**Exercise**
Retype every entry below without pictures.

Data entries

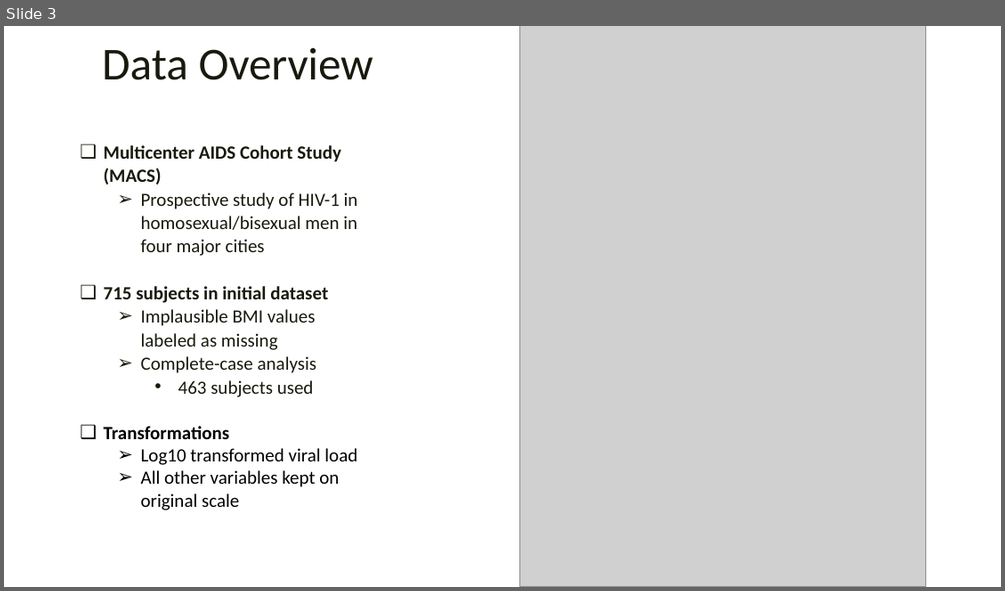
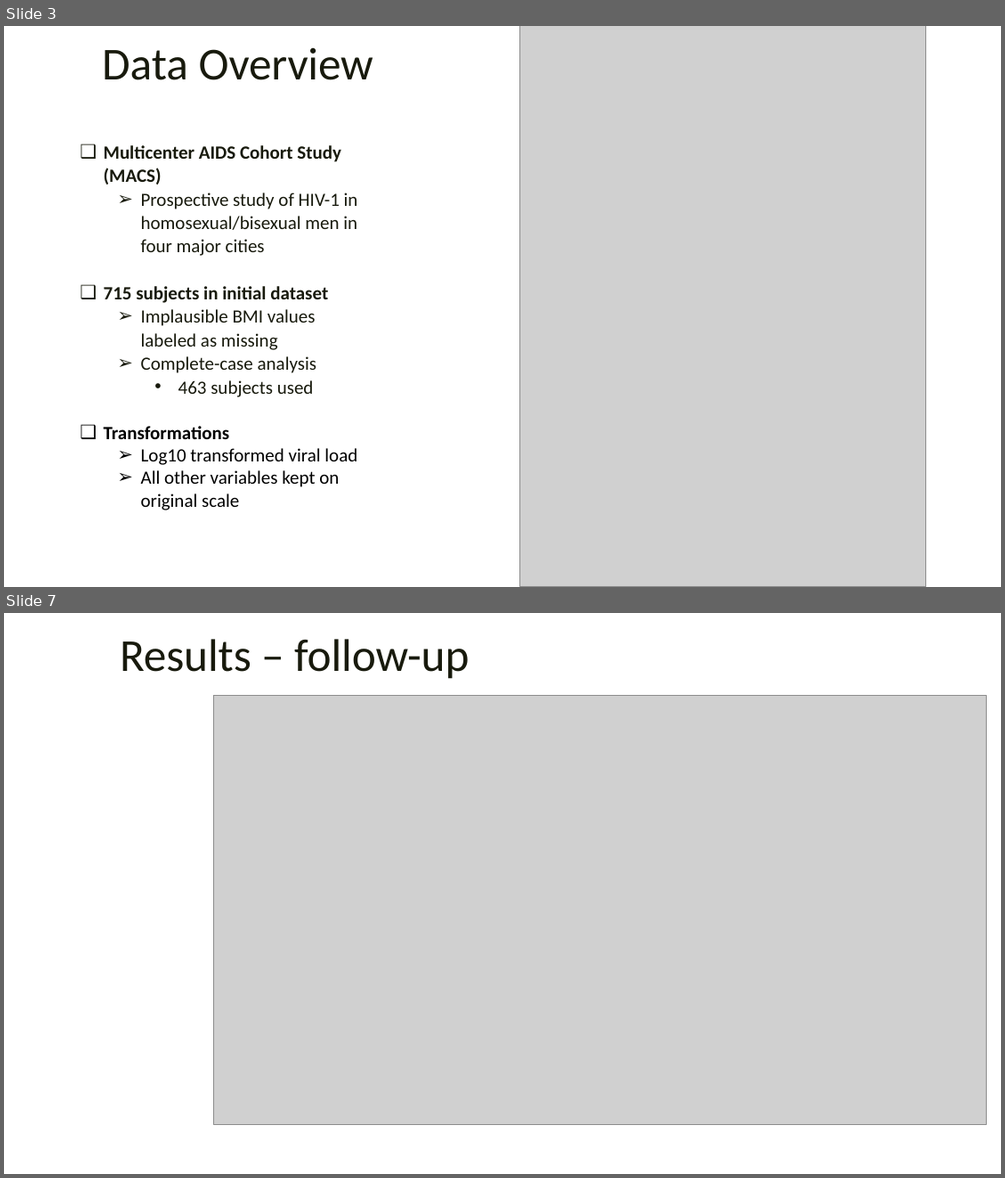
Before and after one commit to rysummers/BIOS6624-Class, a slide deck: Project1/Reports/Project1_Presentation_summers.pptx. Shown one above the other, each under a label of ours: slide 3 before the commit, slides 3 and 7 after it; the slides between them are not shown. The pictures are 1005x591 and 1005x1178 pixels, drawn with LibreOffice and Linux fonts; fonts in the diff are those of the drawing; grey boxes stand for pictures; background and template pictures are left out. Boxes give left, top, right and bottom in pixels: in the first picture for what was removed or moved away, otherwise in the second. Text is boxed around its words. In the diff, an @@ line names an element or a change of style, - is before the commit and + after.

```diff
--- a/Project1/Reports/Project1_Presentation_summers.pptx
+++ b/Project1/Reports/Project1_Presentation_summers.pptx
@@ slide 7 added at [4,613,1001,1174], background picture (left out) @@
@@ text added at [120,639,469,679], 44 pt, text #181A0D @@
+Results – follow-up
@@ picture added at [214,695,987,1124] @@
```
Also in this commit, not shown: 1 slide changed, 2 other slides added, 2 slides removed, 14 other files.

**Result for this task**
Before and after one commit to rysummers/BIOS6624-Class, a slide deck: Project1/Reports/Project1_Presentation_summers.pptx. Shown one above the other, each under a label of ours: slide 3 before the commit, slides 3 and 7 after it; the slides between them are not shown. The pictures are 1005x591 and 1005x1178 pixels, drawn with LibreOffice and Linux fonts; fonts in the diff are those of the drawing; grey boxes stand for pictures; background and template pictures are left out. Boxes give left, top, right and bottom in pixels: in the first picture for what was removed or moved away, otherwise in the second. Text is boxed around its words. In the diff, an @@ line names an element or a change of style, - is before the commit and + after.

```diff
--- a/Project1/Reports/Project1_Presentation_summers.pptx
+++ b/Project1/Reports/Project1_Presentation_summers.pptx
@@ slide 7 added at [4,613,1001,1174], background picture (left out) @@
@@ text added at [120,639,469,679], 44 pt, text #181A0D @@
+Results – follow-up
@@ picture added at [214,695,987,1124] @@
```
Also in this commit, not shown: 1 slide changed, 2 other slides added, 2 slides removed, 14 other files.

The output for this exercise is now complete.